Macy’s, qui est en concurrence avec Amazon, a déclaré le mois dernier qu’elle licenciait la plupart de ses 125 000 employés. Condé Nast Publications, qui est en concurrence avec Facebook et Google pour l’argent de la publicité, prévoit des licenciements importants.

Alors que les analystes s’attendent à ce que les revenus de Google et de Facebook atteignent des sommets pour la première fois, les petites plateformes publicitaires, les éditeurs et les rivaux des médias sociaux s’en sortiront encore plus mal, selon les analystes. Les petites entreprises de publicité numérique, qui luttent depuis longtemps contre les géants, ont commencé à annoncer des vagues de licenciements.

Et lorsque les dépenses reviendront, elles favoriseront les plus grandes plateformes technologiques au détriment des petites sociétés de publicité numérique et des éditeurs, a déclaré Nicole Perrin, analyste chez eMarketer.

« Beaucoup de médias traditionnels et d’entreprises de publicité sont en déclin. Le déclin sera plus rapide cette année, et une grande partie de cet argent ne reviendra pas, car il s’écoulait lentement », a déclaré Mme Perrin.

Zoom : L’exception qui confirme la règle

Il n’en reste pas moins que certaines start-ups vont prospérer pendant la crise. La base d’utilisateurs du service de vidéoconférence Zoom est passée à 200 millions d’utilisateurs le mois dernier, contre 10 millions en décembre, selon la société. L’application de vidéo-chat Houseparty, qui a connu une croissance de 1580 % des téléchargements depuis le 15 mars, selon la société d’analyse d’applications AppAnnie, connaît une croissance encore plus rapide que Zoom. L’application de livraison de produits alimentaires Instacart a connu une augmentation de 540 % des téléchargements.

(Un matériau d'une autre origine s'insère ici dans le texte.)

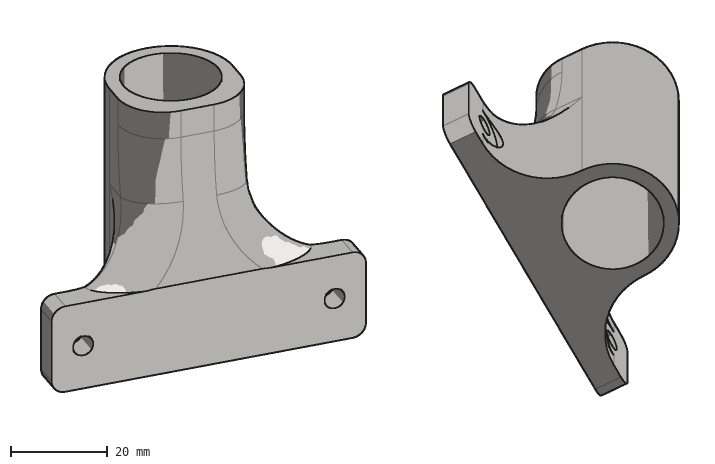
import cadquery as cq
import math

total_height = 57.0
tube_radius = 13.7
bore_radius = 10.6
tube_back = 14.6

total_width = 70.0
flange_back = 21.15
flange_thickness = 6.0
flange_front = flange_back - flange_thickness
flange_height = 20.0
flange_corner_radius = 3.0

web_radius = flange_front
shoulder_radius = web_radius
shoulder_top = 34.65
back_edge_radius = 10.0
back_curve_radius = 75.6
back_curve_foot = 20.15

hole_spacing = 56.0
hole_height = flange_height / 2
hole_radius = 2.25
spotface_radius = 5.5

half_width = total_width / 2
diagonal = math.sqrt(0.5)


def plan_prism(height):
    """Tube and flange outline joined by concave webs."""
    web_center_y = tube_radius + web_radius
    web_mid_x = web_radius * diagonal
    web_mid_y = web_center_y - web_radius * diagonal
    return (
        cq.Workplane("XY")
        .moveTo(0, tube_radius)
        .threePointArc((-tube_radius, 0), (0, -tube_radius))
        .threePointArc((web_mid_x, -web_mid_y), (flange_front, -web_center_y))
        .lineTo(flange_front, -half_width)
        .lineTo(flange_back, -half_width)
        .lineTo(flange_back, half_width)
        .lineTo(flange_front, half_width)
        .lineTo(flange_front, web_center_y)
        .threePointArc((web_mid_x, web_mid_y), (0, tube_radius))
        .close()
        .extrude(height)
    )


def shoulder_prism():
    """Tube sides flaring through concave shoulders to the flange top."""
    flare_y = tube_radius + shoulder_radius
    flare_foot = shoulder_top - shoulder_radius
    mid_y = flare_y - shoulder_radius * diagonal
    mid_z = shoulder_top - shoulder_radius * diagonal
    depth = 2 * total_width
    return (
        cq.Workplane("YZ", origin=(-total_width, 0, 0))
        .moveTo(-half_width, 0)
        .lineTo(half_width, 0)
        .lineTo(half_width, flare_foot)
        .lineTo(flare_y, flare_foot)
        .threePointArc((mid_y, mid_z), (tube_radius, shoulder_top))
        .lineTo(tube_radius, total_height)
        .lineTo(-tube_radius, total_height)
        .lineTo(-tube_radius, shoulder_top)
        .threePointArc((-mid_y, mid_z), (-flare_y, flare_foot))
        .lineTo(-half_width, flare_foot)
        .close()
        .extrude(depth)
    )


def back_prism():
    """Side profile whose back curves out from the tube to the flange."""
    center_x = tube_back + back_curve_radius

    def drop(x):
        return math.sqrt(back_curve_radius**2 - (center_x - x) ** 2)

    curve_top = back_curve_foot + drop(flange_back)
    mid_x = (tube_back + flange_back) / 2
    end_x = center_x - math.sqrt(back_curve_radius**2 - curve_top**2)
    return (
        cq.Workplane("XZ")
        .moveTo(-tube_radius, 0)
        .lineTo(end_x, 0)
        .threePointArc((mid_x, curve_top - drop(mid_x)), (tube_back, curve_top))
        .lineTo(tube_back, total_height)
        .lineTo(-tube_radius, total_height)
        .close()
        .extrude(half_width, both=True)
    )


upper_body = shoulder_prism().intersect(back_prism())
edge_region = cq.selectors.BoxSelector(
    (tube_back - 0.7, -total_width, flange_height - 0.7),
    (total_width, total_width, total_height - 0.7),
)
upper_body = (
    upper_body.edges(edge_region)
    .filter(lambda edge: abs(edge.Center().y) > tube_radius / 2)
    .fillet(back_edge_radius)
)
upper_body = upper_body.intersect(plan_prism(total_height))

body = upper_body.union(plan_prism(flange_height))
body = body.faces("<Y or >Y").edges("|X").fillet(flange_corner_radius)

body = body.cut(cq.Workplane("XY").circle(bore_radius).extrude(total_height))

for side in (-1, 1):
    center = (0, side * hole_spacing / 2, hole_height)
    hole = cq.Workplane("YZ", origin=center).circle(hole_radius).extrude(flange_back)
    spotface = cq.Workplane("YZ", origin=center).circle(spotface_radius).extrude(flange_front)
    body = body.cut(hole).cut(spotface)

result = body

Les analystes et les investisseurs s’attendent à ce que les modèles et les habitudes de consommation continuent à changer, potentiellement à long terme. Cela pourrait également entraîner un nouvel ordre parmi les start-ups qui émergent ou survivent à la crise, a déclaré Roelof Botha, un partenaire de la société de capital-risque de la Silicon Valley, Sequoia Capital.